On Tuesday, O’Dell stood poised and confident in front of an auditorium filled with her Chatfield High School peers as she candidly explained her life’s greatest struggle — bulimia, an eating disorder that is “characterized by a secretive cycle of binge eating followed by purging.”

Diagnosed in September of her sophomore year, she was hospitalized three months later because of a dangerously low heart rate of 32 beats per minute.

“I was at risk of heart failure, and I didn’t even know it. I could’ve died on the court, in this school, in the gym,” O’Dell explained to more than 1,000 peers throughout the day’s six sessions.

“I do not want people to have to go down the path that I went down,” O’Dell said.

With the help of school administrators and Children’s Hospital Colorado, which is where she was treated, O’Dell organized a week-long awareness campaign in her school to coincide with National Eating Disorders Awareness Week.

“I don’t know anything like this, honestly, in the state,” said Jennifer Hagman, a doctor in the eating-disorder program at Children’s Hospital.

Anorexia nervosa — a self-starvation disorder — has the highest mortality rate of any mental disease — and teens ages 16 to 18 are the highest-risk population for developing a disorder, said Hagman.

What began as a goal to eat healthier gradually spiraled into O’Dell’s all-consuming obsession.

“My personality changed,” O’Dell said. “I became this vicious, mean person.”

O’Dell’s parents brought her to Children’s on Dec. 7, 2009, for what she thought was a routine checkup. After the eating-disorder specialists determined the seriousness of her condition, O’Dell spent the next seven days under constant hospital observation. She spent several months more under specialized outpatient care.

“I was a mess, to be honest. It’s probably one of the hardest things I’ve ever done in my entire life, and it will probably be one of the hardest things I ever do,” O’Dell said.

O’Dell’s courage opened pathways for others to share experiences.

Sarah Suzuki, also a senior at Chatfield, spoke about her battle with anorexia.

“You have to find something else that you love more than the eating disorder,” Suzuki said.

This was a key point that Hagman highlighted for those struggling.

“Someone with an eating disorder doesn’t really want to eat more or exercise less … so you’ve got to have something, a motivating reason, dragging you over that hill,” Hagman said.

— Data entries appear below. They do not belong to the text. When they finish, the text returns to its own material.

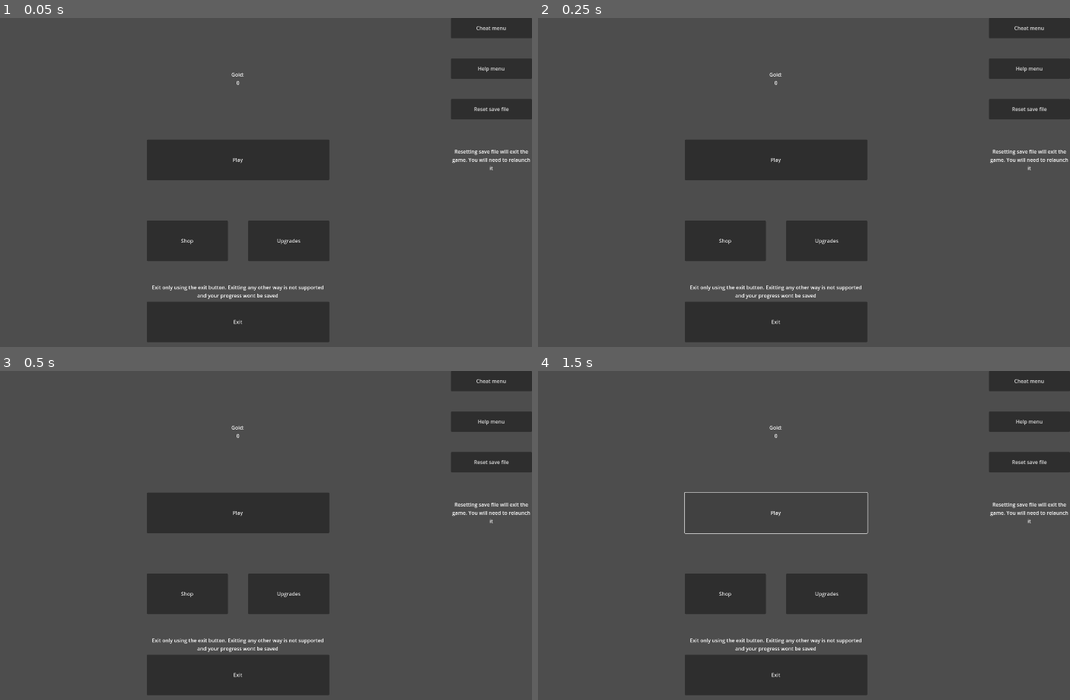
Above: before the commit, frames 1-4 (two rows, left to right).
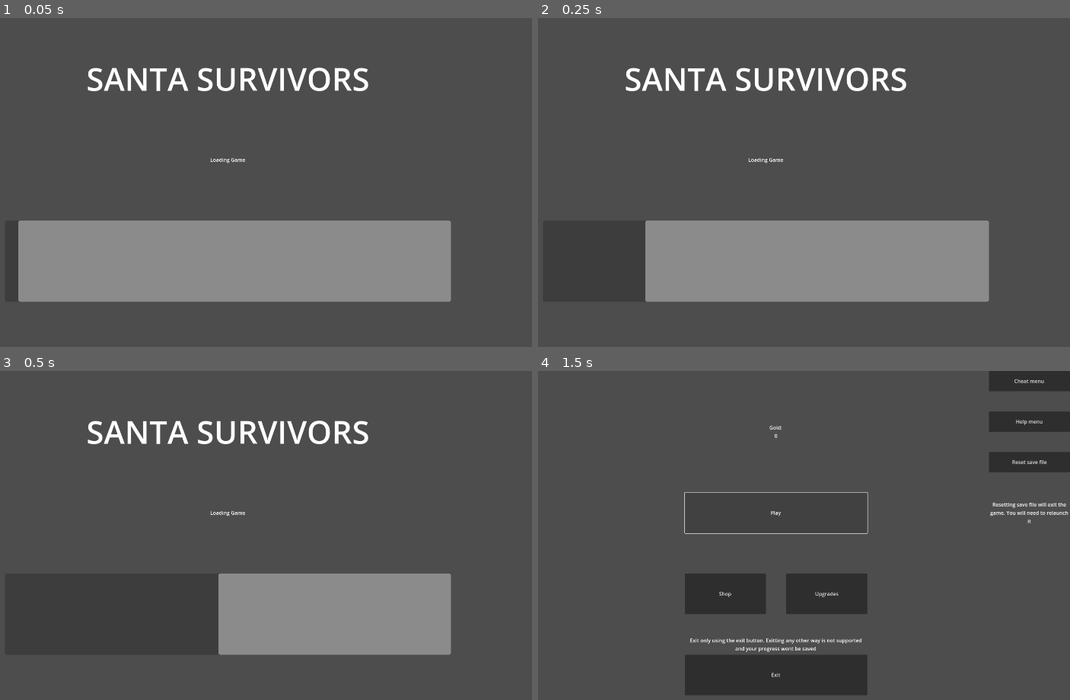
Above: after the commit, the same moments.

Repository: Mohit-Pala/Santa-Survivors
Game: Godot game, scene res://Game/Scenes/Ui/Load Game.tscn
Two runs of this game, one before a commit and one after it. Both use one fixed random seed, a clock stepped at 60 frames per second and the inputs below. Before the commit the project starts from res://Game/Scenes/Ui/Main Menu.tscn.
Inputs (mouse positions are in pixels of both pictures, inside the frame that each line leads up to):
- Up to frame 1 (0.05 s): no input
- Up to frame 2 (0.25 s): no input
- Up to frame 3 (0.5 s): no input
- Up to frame 4 (1.5 s): click (777, 512) at 0.5 s, where only the run before the commit has a clickable "Play"; click "Play" at 1.25 s

The runs differ from the first frame. In frame 1, 33% of the frame differs, in the area x 3-100%, y 0-99%; in frame 2, 29%; in frame 3, 24%; in frame 4, nothing differs.

Commit message:
added basic loading screen

Diff:
--- /dev/null
+++ b/Game/Scenes/Ui/Load Game.tscn
@@ -0,0 +1,46 @@
+[gd_scene load_steps=2 format=3 uid="uid://r8s5uog0h2y6"]
+
+[ext_resource type="Script" path="res://Game/Scripts/Ui/Load Game.gd" id="1_stt34"]
+
+[node name="Load Game" type="Control"]
+layout_mode = 3
+anchors_preset = 15
+anchor_right = 1.0
+anchor_bottom = 1.0
+grow_horizontal = 2
+grow_vertical = 2
+script = ExtResource("1_stt34")
+
+[node name="Title" type="Label" parent="."]
+layout_mode = 0
+offset_right = 1920.0
+offset_bottom = 384.0
+theme_override_font_sizes/font_size = 100
+text = "SANTA SURVIVORS"
+horizontal_alignment = 1
+vertical_alignment = 1
+justification_flags = 162
+
+[node name="Loading" type="Label" parent="."]
+layout_mode = 0
+offset_left = 256.0
+offset_top = 384.0
+offset_right = 1664.0
+offset_bottom = 512.0
+text = "Loading Game"
+horizontal_alignment = 1
+vertical_alignment = 1
+justification_flags = 162
+
+[node name="Load Bar" type="ProgressBar" parent="."]
+layout_mode = 0
+offset_left = 256.0
+offset_top = 640.0
+offset_right = 1664.0
+offset_bottom = 896.0
+fill_mode = 1
+show_percentage = false
+
+[node name="Load Timer" type="Timer" parent="."]
+
+[connection signal="timeout" from="Load Timer" to="." method="_on_load_timer_timeout"]
--- /dev/null
+++ b/Game/Scripts/Ui/Load Game.gd
@@ -0,0 +1,20 @@
+extends Control
+
+var timeRemain
+const saveCountdown = 1
+
+# Called when the node enters the scene tree for the first time.
+func _ready():
+	loadGame()
+	$"Load Bar".max_value = saveCountdown
+	$"Load Timer".start(saveCountdown)
+
+func _physics_process(delta):
+	$"Load Bar".set_value($"Load Timer".get_time_left())
+	pass
+
+func loadGame():
+	pass
+
+func _on_load_timer_timeout():
+	get_tree().change_scene_to_file("res://Game/Scenes/Ui/Main Menu.tscn")
--- a/project.godot
+++ b/project.godot
@@ -11,7 +11,7 @@
 [application]
 
 config/name="Santa-Survivors"
-run/main_scene="res://Game/Scenes/Ui/Main Menu.tscn"
+run/main_scene="res://Game/Scenes/Ui/Load Game.tscn"
 config/features=PackedStringArray("4.2", "Forward Plus")
 config/icon="res://icon.svg"

Often associated with young women, eating disorders can strike any gender, age or personality. The focus of Tuesday’s sessions, as well as of Thursday night’s open community forum, was identifying for students and parents the “red flags.”

“These are really outstanding students, often the school’s top students, who get hit with eating disorders,” Hagman said.

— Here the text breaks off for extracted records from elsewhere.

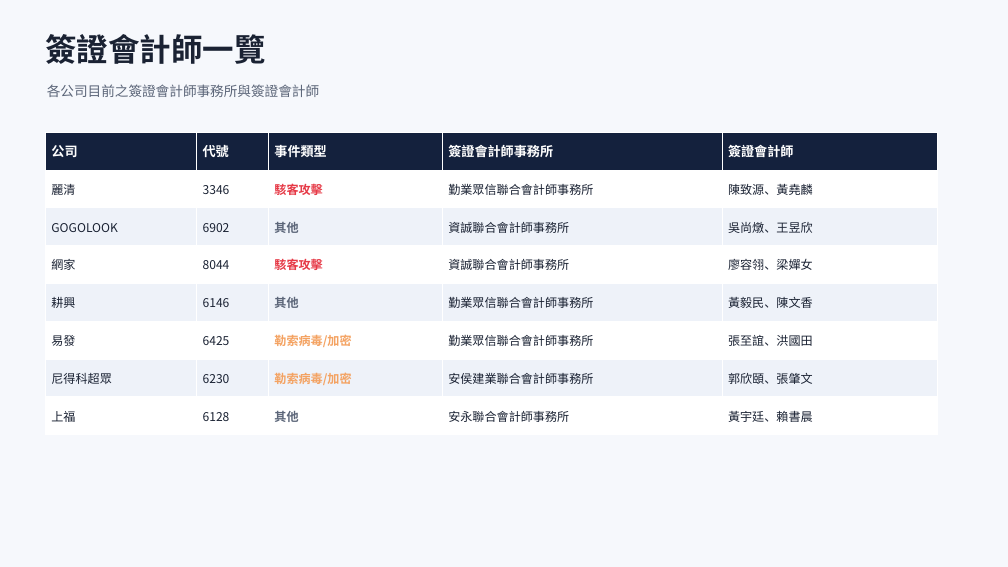
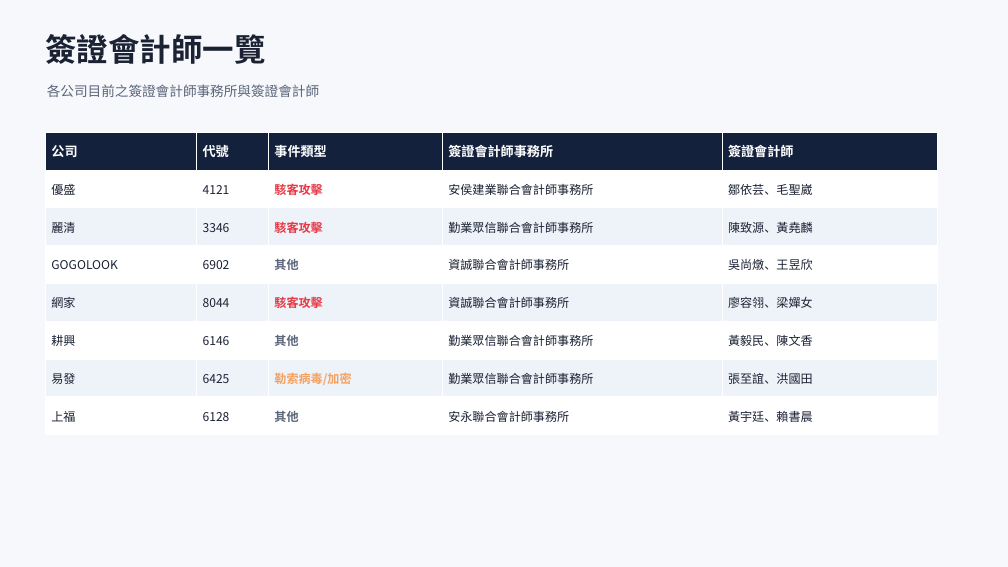
Before and after one commit to Johnnylin77/mops-isec-monitor, a slide deck: slide 4 of 資安事件因應分析.pptx. Drawn at 1008x567 pixels with LibreOffice and Linux fonts; fonts in the diff are those of the drawing. Boxes give left, top, right and bottom in pixels: in the first picture for what was removed or moved away, otherwise in the second. Text is boxed around its words. In the diff, an @@ line names an element or a change of style, - is before the commit and + after.

```diff
--- a/資安事件因應分析.pptx
+++ b/資安事件因應分析.pptx
@@ table at [45,132,938,435] @@
+row 2: 優盛 | 4121 | 駭客攻擊 | 安侯建業聯合會計師事務所 | 鄒依芸、毛聖崴
-row 7: 尼得科超眾 | 6230 | 勒索病毒/加密 | 安侯建業聯合會計師事務所 | 郭欣頤、張肇文
```
Also in this commit, not shown: 5 other slides changed, 2 other files.

“If you have that high-achieving, high-striving athlete, watch out because this can happen,” O’Dell said.

Researchers say 10 to 15 percent of eating disorders strike men, but Hagman sees that number growing, as is the number of young children affected.

“The medical risks really grow the longer you’ve had the illness. If you get beyond that two-year mark, your chances of reversing medical impacts is really getting lower,” Hagman said.

O’Dell says her eating disorder used to control her and that now she’s in control, but it still lingers.

“Each day, (it) gets farther and farther back in my head,” O’Dell said, “but I don’t know if it will ever really leave, because we have memories.”